What happens if coronavirus closures extend into the fall? Indiana schools are already preparing.

When Fort Wayne Schools staffers met with the county health commissioner on March 4, they were told campuses could be forced to close for as long as 28 days to help contain the spread of coronavirus.

“The whole room was aghast at what that would mean for the community,” said Krista Stockman, spokeswoman for the district. But a month later, after statewide school closures were extended for the rest of the academic year and as the pandemic continues to spread in Indiana, she said educators have started grappling with the fact that closures may last much longer.

“We could have a second wave in the fall,” Stockman said. “This could just keep going on, and we may not start in the fall.”

A growing number of Indiana educators are beginning to prepare for remote instruction to go into the next academic year. Schools that were caught off guard and initially focused on triaging the immediate needs posed by building closures are now recognizing that they could be shut down indefinitely. As a result, districts are making massive investments in technology with the aim of ensuring all students have computers or tablets by the fall. And community leaders are raising funds to train teachers in a bid to improve the quality of the instruction that happens online.

The likelihood of distance learning stretching into the fall remains unclear. Anthony Fauci, a physician and the leading infectious disease expert on the White House coronavirus task force, was optimistic that classrooms will be able to reopen by then. But education leaders across the country — including top officials in Maryland and Washington state — are cautiously getting ready for closures to extend into the fall or begin again if the U.S. is hit with a second wave of COVID-19 infections.

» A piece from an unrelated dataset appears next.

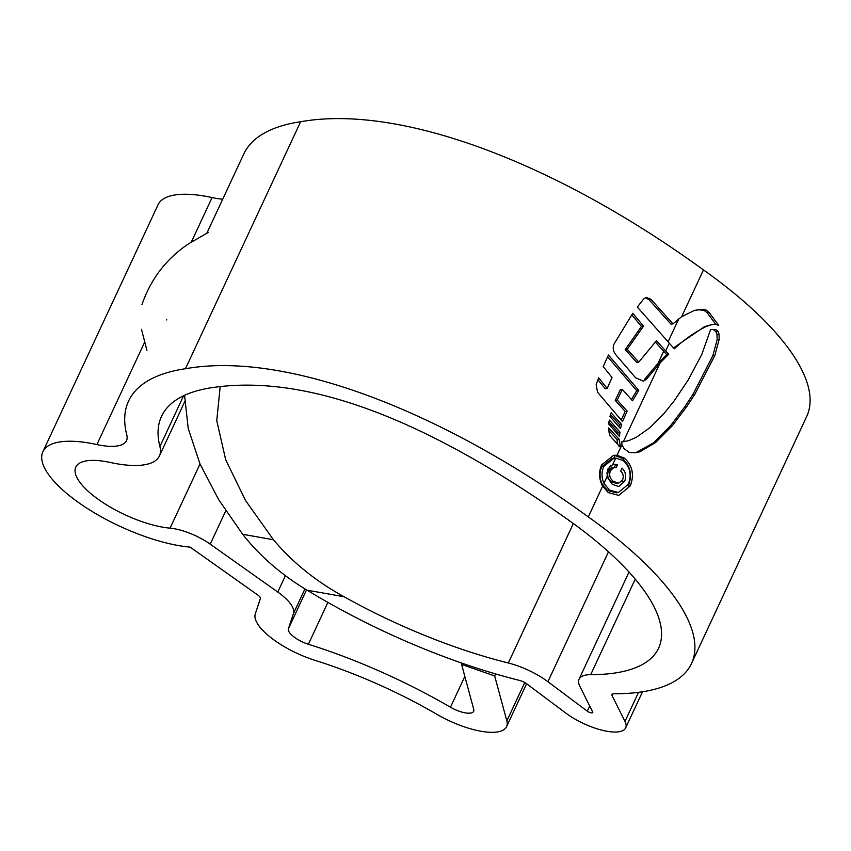 <?xml version="1.0" encoding="UTF-8"?>
<svg xmlns="http://www.w3.org/2000/svg" width="851" height="851" viewBox="0 0 851 851"><rect width="100%" height="100%" fill="white"/><g stroke="black" fill="none" stroke-linecap="round" stroke-linejoin="round"><path stroke-width="1.28" d="M166.711 319.295L166.424 319.912M220.186 386.588L216.75 420.628L225.685 459.731L245.545 500.516L273.469 539.757C292.287 562.245 315.827 581.244 344.091 596.753L307.083 590.179A290.574 100.812 -155 0 0 519.77 680.47A7.265 2.521 -155 0 1 526.365 683.587L565.766 713.053A39.954 13.861 25 0 0 618.794 731.786A39.954 13.861 25 0 0 625.666 727.882A39.954 13.861 25 0 0 624.974 721.425L612.114 695.714A7.265 2.521 -155 0 1 611.986 694.544A7.265 2.521 -155 0 1 613.922 693.788A290.574 100.812 -155 0 0 641.516 691.927A290.574 100.812 -155 0 0 691.501 663.525A290.574 100.812 -155 0 0 588.296 516.908C440.371 409.469 284.83 351.006 185.454 368.738A330.528 114.672 -155 0 0 128.586 401.034A330.528 114.672 -155 0 0 126.799 434.946A55.272 19.179 25 0 1 126.501 440.616A55.272 19.179 25 0 1 116.991 446.02A55.272 19.179 25 0 1 96.908 444.552A100.907 35.008 -155 0 0 42.869 451.753A100.907 35.008 -155 0 0 86.547 507.962A100.907 35.008 -155 0 0 190.198 547.14L257.757 595.019A7.265 2.521 25 0 1 260.374 598.593L255.3 613.848A54.485 18.903 -155 0 0 315.189 660.408A217.93 75.611 25 0 1 436.988 714.383A54.485 18.903 -155 0 0 497.207 731.988A54.485 18.903 -155 0 0 506.579 726.658A54.485 18.903 -155 0 0 506.845 720.925L494.676 675.939L461.593 664.408L473.752 709.404A18.158 6.297 -155 0 1 473.667 711.308A18.158 6.297 -155 0 1 470.539 713.085A18.158 6.297 -155 0 1 450.466 707.224A254.258 88.206 25 0 0 308.37 644.25A18.158 6.297 -155 0 1 288.404 628.729L293.478 613.475A43.582 15.127 25 0 0 277.777 592.041L210.208 544.161A36.327 12.605 25 0 0 170.083 528.152A64.58 22.403 -155 0 1 103.737 503.079A64.58 22.403 -155 0 1 75.792 467.103A64.58 22.403 -155 0 1 110.375 462.497A91.6 31.774 25 0 0 143.659 464.912A91.6 31.774 25 0 0 159.414 455.966A91.6 31.774 25 0 0 159.914 446.562A294.212 102.067 -155 0 1 161.509 416.384A294.212 102.067 -155 0 1 212.122 387.63C305.53 373.749 424.255 417.83 568.277 519.887A254.258 88.206 -155 0 1 658.589 648.175A254.258 88.206 -155 0 1 614.847 673.024A254.258 88.206 -155 0 1 590.7 674.652A43.582 15.127 -155 0 0 579.063 679.194A43.582 15.127 -155 0 0 579.818 686.236L592.69 711.947A3.627 1.255 25 0 1 592.753 712.532A3.627 1.255 25 0 1 592.126 712.883A3.627 1.255 25 0 1 587.307 711.181L547.906 681.715A43.582 15.127 -155 0 0 508.324 663.003L573.351 523.535M222.707 199.198A55.272 19.179 25 0 1 212.08 197.56A100.907 35.008 -155 0 0 158.052 204.751L42.869 451.753M691.501 663.525L806.684 416.533A290.574 100.812 -155 0 0 703.469 269.916C555.543 162.477 400.002 104.013 300.626 121.736A330.528 114.672 -155 0 0 243.769 154.042L206.931 233.025M681.662 316.678L694.607 310.36L703.043 309.307L706.096 310.041L709.223 312.551L718.733 325.348L715.787 324.316L712.276 324.508L706.511 326.358C695.076 332.018 684.321 339.506 674.269 348.804L637.303 307.062L643.739 298.892L646.281 297.446L650.983 299.318L672.981 323.869L681.662 316.678L703.469 269.916M668.695 354.324L656.472 340.73L638.761 362.122L627.219 349.314L643.505 326.156L632.772 313.285L613.762 344.485C612.688 348.07 613.294 351.389 615.571 354.452L635.612 377.77L643.441 381.205L646.441 379.238L660.099 362.93L668.695 354.324L666.695 354.622L658.1 363.228L644.441 379.535L646.441 379.238M608.795 430.553L617.071 439.478L619.071 439.18L620.602 447.637L622.017 444.584L621.475 441.914L624.262 441.605L621.485 442.009M660.099 362.93L623.347 441.722L628.602 440.669L636.314 437.318L649.77 427.776L663.759 413.831L674.3 400.704L688.278 379.876L701.841 354.303L710.596 329.592L715.67 329.475L717.978 331.369L718.999 334.039L719.212 339.294L714.829 355.527L694.841 394.258L686.789 406.533L672.492 425.532L655.547 442.563L640.037 451.711L636.388 452.668L629.41 452.541L623.836 448.498L622.017 444.584M620.602 447.637L610.007 435.776L609.093 432.595L608.635 427.925L619.071 439.18M624.326 458.083L617.06 455.232L613.528 455.317L601.614 464.891C598.593 471.986 598.934 479.081 602.625 486.166L608.242 492.58L618.783 495.388L630.304 485.857C634.484 474.815 632.484 465.55 624.326 458.083L622.326 458.381C630.474 465.827 632.463 475.081 628.293 486.155L630.304 485.857M607.21 388.428L612.039 377.493L603.199 366.579L608.433 355.016L638.761 390.354L632.538 400.8L622.304 389.396L617.241 400.044L627.176 411.139L622.496 421.553L597.53 392.194L596.147 384.556L598.636 377.844L607.21 388.428L605.21 388.726L597.902 379.759M620.443 428.521L621.645 424.521L611.146 412.809L609.922 416.501L620.443 428.521M619.422 436.297L620.017 432.138L609.465 420.086L608.369 423.681L619.422 436.297M344.091 596.753A254.258 88.206 -155 0 0 508.324 663.003M307.083 590.179C281.33 574.723 259.853 556.097 242.673 534.279L273.469 539.757M184.571 395.311L188.209 428.415L199.942 463.795L218.643 499.622L242.673 534.279M461.593 664.408L462.146 663.216M494.676 675.939L495.622 673.928M613.943 458.232L611.943 458.529L601.774 466.731C599.402 472.241 599.466 477.868 601.965 483.602L607.412 490.389L616.347 492.793L618.358 492.495L609.422 490.091L603.965 483.304C601.466 477.571 601.402 471.943 603.774 466.433L613.943 458.221L615.72 458.083L623.177 460.582C630.155 466.944 631.867 474.858 628.304 484.315L618.358 492.495M613.784 458.253L615.05 455.53L622.326 458.381M607.412 490.389L609.422 490.091M617.411 444.371L617.071 439.478M608.859 421.99L618.007 432.436L617.698 434.34M618.007 432.436L620.017 432.138M610.486 414.618L619.634 424.809L618.975 426.862M619.634 424.809L621.645 424.521M607.593 356.782L636.761 390.652L631.399 399.545M622.304 389.396L620.305 389.694L615.23 400.342L625.177 411.437L621.23 420.117M636.761 390.652L638.761 390.354M615.23 400.342L617.241 400.044M625.177 411.437L627.176 411.139M655.302 341.953L666.695 354.622M631.729 314.785L641.494 326.454L625.208 349.612L636.761 362.42L638.761 362.122M641.494 326.454L643.505 326.156M625.208 349.612L627.219 349.314M673.503 347.931L704.5 326.656L712.276 324.508M697.214 309.658L704.085 310.338L707.213 312.849L715.787 324.316M645.303 297.712L648.973 299.616L670.982 324.167L672.981 323.869M648.973 299.616L650.983 299.318M707.213 312.849L709.223 312.551M704.5 326.656L706.511 326.358M711 329.475L715.67 329.475M713.649 329.773L715.946 331.667L717.978 331.369M715.946 331.667L716.967 334.337L717.18 339.592L719.212 339.294M635.857 452.689L653.525 442.86L670.471 425.84L684.747 406.831L692.81 394.566L712.798 355.824L717.18 339.592M613.518 463.891L607.848 469.018L607.008 476.783L612.316 484.4L618.762 486.485L624.666 481.315C626.613 476.23 625.73 471.826 622.017 468.093L620.666 471.007C623.251 473.507 623.879 476.486 622.538 479.953L618.688 483.23L613.72 481.528C609.944 478.89 608.837 475.273 610.412 470.688L613.965 467.412L616.092 467.678L617.454 464.774L612.975 463.986L615.72 458.083M611.965 467.71L608.412 470.986C606.816 475.539 607.912 479.156 611.72 481.826L616.677 483.528L618.688 483.23M617.454 464.774L615.443 465.071L614.369 467.38M608.412 470.986L610.412 470.688M622.655 481.613L624.666 481.315M587.307 711.181L589.711 706.011M624.974 721.425L638.548 692.331M506.845 720.925L524.748 682.523M159.914 446.562L183.603 395.758M450.466 707.224L464.827 676.407M590.7 674.652L635.24 579.159M191.411 241.875L212.08 197.56M96.908 444.552L144.744 341.953M665.684 350.952L669.29 343.219M617.06 455.232L620.464 447.913M588.296 516.908L602.625 486.166M185.454 368.738L300.626 121.736M308.37 644.25L327.89 602.402M288.404 628.729L306.541 589.849M293.478 613.475L304.956 588.871M277.777 592.041L285.436 575.627M210.208 544.161L225.77 510.813M170.083 528.152L200.017 463.955M547.906 681.715L608.486 551.799M612.114 695.714L612.965 693.884M601.657 484.251L601.965 483.602M601.774 466.731L603.774 466.433M618.794 445.977L619.868 445.818M658.1 363.228L663.684 351.24M668.056 341.868L678.896 318.625M701.033 309.604L703.043 309.307M704.085 310.338L706.096 310.041M716.967 334.337L718.999 334.039M712.798 355.824L714.829 355.527M692.81 394.566L694.841 394.258M684.747 406.831L686.789 406.533M670.471 425.84L672.492 425.532M653.525 442.86L655.547 442.563M638.027 452.009L640.037 451.711M603.965 483.304L607.008 476.783M606.731 473.379L610.486 465.316M611.72 481.826L613.72 481.528M208.378 232.366L188.72 243.716C166.392 258.683 150.818 278.958 141.979 304.53M625.666 727.882L642.505 691.778M506.579 726.658L526.588 683.757M159.414 455.966L184.635 401.895M579.063 679.194L629.017 572.063M146.925 350.399L141.489 329.316M613.965 467.39L611.965 467.688"/></g></svg>
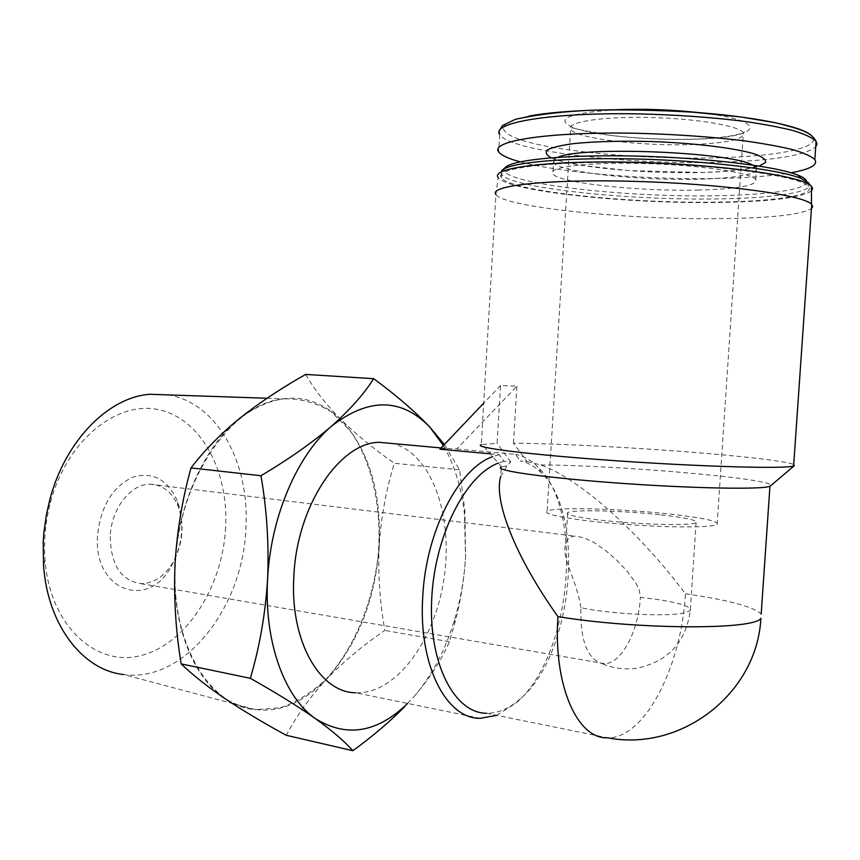 <?xml version="1.0" encoding="UTF-8"?>
<svg xmlns="http://www.w3.org/2000/svg" width="860" height="860" viewBox="0 0 860 860"><rect width="100%" height="100%" fill="white"/><g stroke="black" fill="none" stroke-linecap="round" stroke-linejoin="round"><path stroke-width="0.64" stroke-dasharray="4.3 3.22" d="M661.007 514.882C686.043 517.731 697.75 520.322 696.105 522.644C692.579 525.191 658.792 525.148 623.919 522.396C589.003 519.677 563.547 515.129 567.686 512.7C571.61 509.324 623.285 510.625 661.007 514.882M580.887 607.676C576.716 579.457 560.838 557.71 565.762 543.649C567.052 539.048 570.094 536.543 574.888 536.102L583.983 537.736L594.625 542.875L605.73 550.615L616.652 560.129L626.918 570.943L635.895 583.091L639.238 589.949L640.399 597.334L655.513 599.194C680.421 602.946 692.01 606.773 690.268 610.643L684.044 613.019C666.876 616.953 609.643 614.008 580.887 607.676C580.124 639.668 586.971 658.233 601.452 663.393L604.58 663.683C621.382 663.909 638.604 630.971 640.399 597.334M490.264 453.811L499.198 454.628L504.014 461.293L510.765 461.927L506.927 465.873L500.671 476.612L501.251 467.034L506.927 465.873M504.014 461.293L498.37 463.078M527.008 461.53L540.822 464.927C579.694 478.891 639.173 532.071 685.452 593.841C681.529 665.919 644.946 738.74 607.697 737.805L486.502 713.262C498.144 713.381 509.464 708.522 520.461 698.696C573.19 654.202 586.208 514.861 541.531 473.065C535.156 466.625 528.083 462.583 520.311 460.906L527.008 461.53L513.452 443.19C557.699 443.459 638.872 447.759 703.501 453.188C753.854 457.434 783.933 461.164 793.737 464.378M811.442 190.963C801.025 197.778 770.431 201.605 719.669 202.433C627.703 204.11 506.271 191.253 498.133 177.429L495.93 194.553L481.277 444.663L497.091 443.298L500.563 385.452L516.903 386.237L456.724 449.017L446.394 448.425L439.901 449.21M456.724 449.017L515.548 454.349L520.311 460.906M496.725 715.337L516.183 702.953C571.405 656.234 584.94 511.248 538.188 467.27C531.405 460.401 523.847 456.101 515.548 454.349M480.202 718.326L355.675 692.773C396.159 694.493 435.289 640.076 444.104 577.855C453.403 515.688 431.645 453.585 392.956 443.577M499.198 454.628L492.726 456.628M496.123 194.811C505.949 207.496 627.198 219.708 719.078 218.666C770.119 218.16 800.907 214.806 811.442 208.593M516.903 386.237L513.452 443.19M407.608 703.437L414.197 696.417C431.785 675.928 445.2 650.493 454.445 620.125C460.551 599.742 464.26 578.866 465.55 557.495L464.411 513.42C461.325 487.201 454.316 464.572 443.384 445.544M414.197 696.417C430.108 677.712 441.857 659.48 449.414 641.721L454.628 623.672C460.379 602.516 464.024 580.457 465.55 557.495L464.894 510.679L459.53 469.764L444.351 444.523M459.53 469.764L394.321 463.271C386.129 489.867 381.087 517.322 379.185 545.649C377.895 574.071 379.787 602.333 384.839 630.434C363.285 645.129 343.968 661.254 326.886 678.82C310.385 696.514 296.85 715.337 286.272 735.289M305.676 374.423C314.459 389.666 326.273 404.77 341.13 419.744C356.556 434.741 374.283 449.242 394.321 463.271M449.414 641.721L384.839 630.434M97.502 535.995C93.514 591.057 148.361 610.192 171.237 566.332C182.868 544.702 184.9 522.901 177.343 500.939C167.388 479.052 152.284 471.226 132.053 477.45C111.972 487.566 100.448 507.077 97.502 535.995M225.632 527.32C222.772 585.929 187.147 643.291 141.911 655.298C96.804 668.048 50.02 626.446 45.032 560.204C43.591 540.972 45.386 521.794 50.396 502.67C66.972 439.761 117.648 399.857 159.412 409.854C201.391 419.282 228.663 471.183 225.632 527.32M167.936 394.901C217.344 402.437 249.97 463.336 245.874 528.126C243.305 606.687 185.029 683.13 123.668 674.53L255.613 709.661L280.51 707.716C297.033 701.943 312.535 692.106 327.015 678.196C354.632 647.558 373.154 601.892 378.26 554.539C382.001 507.185 372.014 461.444 350.127 430.677L331.358 411.897C316.985 402.931 301.419 398.578 284.638 398.857C233.189 401.598 178.525 478.633 175.365 564.396C170.656 642.613 209.27 706.383 255.613 709.661M239.66 418.347C204.648 445.921 177.622 504.981 175.01 564.429C171.699 623.973 192.963 677.777 225.137 698.718C260.225 718.895 294.142 712.263 326.886 678.82C357.954 643.85 375.39 599.463 379.185 545.649C381.507 491.888 368.822 449.92 341.13 419.744C311.438 391.493 277.619 391.031 239.66 418.347M510.765 461.927L497.091 443.298M540.822 464.927C617.158 465.185 775.731 478.794 770.839 485.61M616.631 109.693C566.718 113.176 552.969 119.443 575.394 128.484C598.646 136.106 654.03 140.846 697.46 139.126C762.444 137.396 771.463 120.604 699.288 112.671M520.16 161.83C560.752 173 650.59 180.191 721.744 178.396C750.146 177.719 773.226 175.849 790.985 172.763M697.825 190.071C738.127 189.06 757.434 185.513 755.736 179.428C751.038 172.559 698.105 164.83 642.506 163.475C586.864 162.035 547.014 167.227 552.851 173.892C558.505 182.944 638.206 191.49 697.825 190.071M505.368 167.377C489.254 181.922 619.684 197.907 717.605 195.693C769.937 194.898 809.217 189.254 806.508 181.095M501.004 172.011L501.627 174.472C511.033 188.157 629.154 200.638 718.637 198.897C771.022 198.155 810.787 192.737 809.593 184.739M718.422 202.089C774.817 201.391 816.204 195.263 808.464 186.502C801.628 176.536 721.024 164.862 635.905 162.798C550.765 160.637 492.673 168.367 501.434 177.88C510.84 191.328 628.95 203.723 718.422 202.089M500.563 385.452L483.75 403.125M670.112 514.087C703.523 517.86 719.196 521.31 717.122 524.449C712.51 527.803 667.693 527.771 621.307 524.095C574.878 520.461 541.66 514.452 547.121 511.27C552.486 506.798 620.296 508.518 670.112 514.087M110.231 536.49C110.8 564.826 121.002 580.543 140.846 583.65C153.607 583.574 164.314 576.522 172.957 562.515C182.933 543.939 184.685 525.223 178.192 506.368C172.194 492.103 162.841 484.717 150.135 484.212C130.827 483.642 111.112 508.798 110.231 536.49M685.452 593.841C728.173 599.925 753.414 606.666 761.186 614.083M529.104 116.089C487.717 124.098 499.219 136.891 544.251 145.781C589.347 154.725 661.834 159.541 721.68 157.692C781.697 155.972 824.622 146.834 811.066 135.224M499.413 130.612L499.703 134.547C509.303 151.328 630.649 165.314 722.83 162.131C774.032 160.476 805.003 155.391 815.721 146.888M551.271 157.778C571.341 167.109 645.817 174.15 702.416 172.484C729.151 171.753 748.135 169.613 759.358 166.088M557.979 157.283C553.679 158.928 552.195 160.702 553.539 162.594C559.172 172.129 638.872 180.901 698.535 179.213C738.869 178.02 758.197 174.214 756.52 167.786L752.532 165.045M694.31 144.458C728.463 142.932 744.814 139.041 743.352 132.795C739.396 125.689 694.482 118.261 647.322 117.444C600.108 116.541 565.762 122.324 570.664 129.237C575.243 138.546 643.42 146.63 694.31 144.458M567.686 512.7L565.762 543.649M696.105 522.644L690.268 610.643C685.828 642.269 668.112 661.447 637.142 668.198C624.833 669.962 612.933 668.37 601.462 663.404M441.094 447.952L446.394 448.425M541.531 473.065L538.188 467.27M520.461 698.696L516.183 702.953M454.445 620.125L454.628 623.672M464.411 513.42L464.916 510.679M45.032 560.204L43.559 565.654M50.396 502.67L49.676 500.219M267.041 398.255L284.638 398.857M501.67 466.862L482.062 444.437M499.703 134.547L498.671 151.887M755.736 179.428L756.52 167.786L758.015 165.873L749.812 168.216C739.955 170.301 723.905 171.721 701.653 172.451L628.757 170.602L583.897 165.668L566.299 162.368C557.377 160.132 553.561 159.476 554.829 160.411L553.539 162.594L552.851 173.892M501.627 174.472L501.434 177.88M808.626 184.148L808.464 186.502M717.122 524.449L743.352 132.795L744.62 131.967C743.997 132.15 744.943 132.816 732.387 135.665C722.991 137.31 711.112 138.449 696.772 139.083C667.091 139.857 638.195 138.621 610.095 135.353L578.414 129.376C573.953 127.946 571.653 127.57 571.513 128.237L570.664 129.237L547.121 511.27M178.192 506.368L177.343 500.939M172.957 562.515L171.237 566.332M140.846 583.65L604.58 663.683M150.135 484.212L574.888 536.102"/><path stroke-width="1.29" d="M498.37 463.078C465.443 475.214 434.332 536.264 431.656 600.022C428.667 663.834 454.553 713.198 486.502 713.262M500.671 476.612C493.511 500.456 514.968 556.355 557.946 616.631C553.13 685.399 577.425 739.428 607.697 737.805C680.668 752.091 756.929 694.149 760.896 618.297C754.8 630.068 637.324 629.681 557.946 616.631M483.75 403.125L439.901 449.21L490.264 453.811M492.726 456.628C458.81 468.27 425.947 530.921 422.754 596.603C418.196 664.758 446.125 719.003 480.202 718.326L496.725 715.337M392.956 443.577L379.056 442.309C339.571 442.706 296.721 506.131 293.851 576.383C289.745 640.657 319.63 692.601 355.675 692.773M793.737 464.378L794.264 465.744L793.619 465.98C785.739 469.022 702.91 466.808 616.351 460.777C529.76 454.779 471.624 447.383 481.277 444.663M811.442 208.593L812.668 206.594L811.464 204.207C803.208 194.865 720.777 183.685 634.142 181.342C547.497 178.901 488.082 185.717 495.93 194.553M443.384 445.544L429.763 427.022C401.308 397.793 368.564 397.513 331.508 426.205C312.105 442.792 288.594 459.304 260.978 475.731C266.858 509.808 269.062 544.315 267.6 579.264C265.353 614.094 259.602 647.107 250.335 678.314C276.135 692.827 297.872 706.275 315.512 718.691C332.39 730.903 344.838 741.578 352.869 750.716C372.509 736.407 389.741 721.766 404.576 706.791M444.351 444.523L429.763 427.022C414.961 411.445 396.267 395.331 373.681 378.679C364.21 393.74 350.149 409.586 331.508 426.205C297.302 455.166 270.534 517.118 267.6 579.264C263.977 641.517 284.391 697.395 315.512 718.691C346.569 737.88 377.271 732.795 407.608 703.437M373.681 378.679L305.676 374.423C281.478 388.032 259.473 402.673 239.66 418.347C220.439 434.106 204.218 450.629 191.017 467.915L260.978 475.731M352.869 750.716L286.272 735.289C263.719 723.034 243.348 710.844 225.137 698.718C207.529 686.721 192.866 675.111 181.148 663.888C175.72 630.853 173.677 597.7 175.01 564.429C176.988 531.254 182.331 499.079 191.017 467.915M250.335 678.314L181.148 663.888M123.668 674.53C83.141 670.402 47.752 625.639 43.559 565.654L43.204 542.187L43.828 533.125L46.333 515.033L49.676 500.219C65.037 440.556 108.661 397.083 149.844 394.288L167.936 394.901M770.839 485.61L769.947 486.222C763.013 489.738 691.881 488.48 617.759 483.062C543.595 477.687 492.834 470.259 501.251 467.034M699.288 112.671C671.703 109.661 644.151 108.672 616.631 109.693M790.985 172.763C810.184 169.312 818.139 164.905 814.839 159.541C811.292 156.24 803.853 152.929 792.533 149.597C779.042 146.34 762.358 143.34 742.481 140.61C709.984 136.729 674.885 134.3 637.206 133.289C549.454 131.44 489.738 140.911 498.671 151.887C501.143 155.305 508.303 158.616 520.16 161.83M806.508 181.095C805.917 179.159 803.068 177.181 797.962 175.128C776.354 166.27 706.49 157.745 636.733 156.101C566.912 154.402 512.743 159.68 505.368 167.377L502.444 169.99M809.593 184.739L808.712 182.944L800.843 178.321C778.902 169.388 707.479 160.723 636.142 159.003C564.74 157.24 509.507 162.529 502.122 170.269L501.004 172.011M811.442 190.963L812.635 188.641L811.432 186.201C803.229 176.096 721.465 164.4 635.518 162.325C549.551 160.143 490.458 167.861 498.133 177.429M761.186 614.083L769.947 486.222M811.066 135.224C800.875 125.99 752.575 116.24 690.462 111.993C628.391 107.736 562.182 109.693 529.104 116.089M815.721 146.888L816.989 144.19L816.097 141.384C812.56 137.837 805.132 134.3 793.823 130.763C780.342 127.301 763.659 124.152 743.771 121.292C711.263 117.261 676.154 114.788 638.442 113.875C550.615 112.273 490.813 122.754 499.703 134.547M759.358 166.088L765.604 162.432C766.163 159.734 762.605 156.939 754.919 154.048C736.257 148.328 697.707 143.448 655.75 141.685C623.468 140.707 596.184 141.33 573.91 143.577C561.3 145.286 552.518 147.361 547.562 149.812C544.961 152.392 546.197 155.047 551.271 157.778M752.532 165.045C729.796 151.747 580.489 146.017 557.979 157.283M379.056 442.309L441.094 447.952M811.732 204.476L793.619 465.98M149.844 394.288L267.041 398.255M770.334 486.04L794.264 465.744M814.839 159.541L816.097 141.384C814.226 137.665 810.915 134.612 806.142 132.225C801.584 129.838 791.619 126.732 776.236 122.915L741.073 116.992L693.386 112.23C658.588 110.166 624.887 109.478 592.303 110.177C562.257 111.51 536.608 114.573 515.376 119.346L502.466 125.592L499.413 130.612M797.962 175.128L800.843 178.321M808.712 182.944L808.626 184.148M811.432 186.201L811.464 204.207"/></g></svg>

“The question is, how do we put in place some sort of planning so that next year when this happens we’re not scrambling?” said Michael Barbour, associate professor of instructional design for the College of Education and Health Science at Touro University in California.

For schools to improve the quality of remote instruction, they must not only ensure students have access to devices and the internet but also train teachers to use remote tools effectively and prepare students to learn independently online, Barbour said.

The most concrete step many Indiana schools are taking is purchasing additional technology to give to students next year. Fort Wayne moved up plans to go “one-to-one” so each student can have their own device, and the district will use federal stimulus money to purchase about 700 additional devices. And Indianapolis Public Schools is also preparing for an extended period of  remote instruction by purchasing enough devices for each student to have one. The district is hoping philanthropic dollars will offset the cost.

It’s a significant transition for IPS, which had to distribute thousands of Chromebooks and mobile hotspots in order for high schoolers to complete spring courses online. Elementary and middle school students are using paper packets this semester.

The district is making an investment in devices because “we are assuming that there will be a world in which we’ll need to be in a remote or home-learning environment again,” said Superintendent Aleesia Johnson.

A newly launched Marion County e-learning fund aims to help schools connect students from low-income families with essential resources, including internet access and devices. The fund, however, is designed to do more than plug short-term holes. The money will go toward creating long-term plans to improve virtual learning and meet the mental health needs of students in Indianapolis. It will also create a lab for educators across the state to share what they’ve learned about remote instruction.

“It’s likely going to take a while to return to normal,” said Brandon Brown, who is on the fund advisory and CEO of The Mind Trust, an Indianapolis education nonprofit. Making sure students have technology is not enough to make remote instruction work, but it is an essential prerequisite.

“I tend to think that the device is actually most important to facilitate human interaction between educators and students,” Brown added.

The Tindley charter network, which runs three Indianapolis campuses, is using technology to support hours of virtual connections between students and teachers. The schools are attempting to mirror traditional days, with students regularly signing on for video classes, said CEO Brian Metcalf. The network, which had not used remote instruction before, bought hundreds of devices for students to make the approach work.

They are still working out gaps, like how to mentor and evaluate teachers, Metcalf said. But the goal from the start was to come up with a plan Tindley schools could use if buildings remained closed indefinitely, Metcalf said.

“We are sending the message that this is school,” Metcalf said, “just school done in a different way.”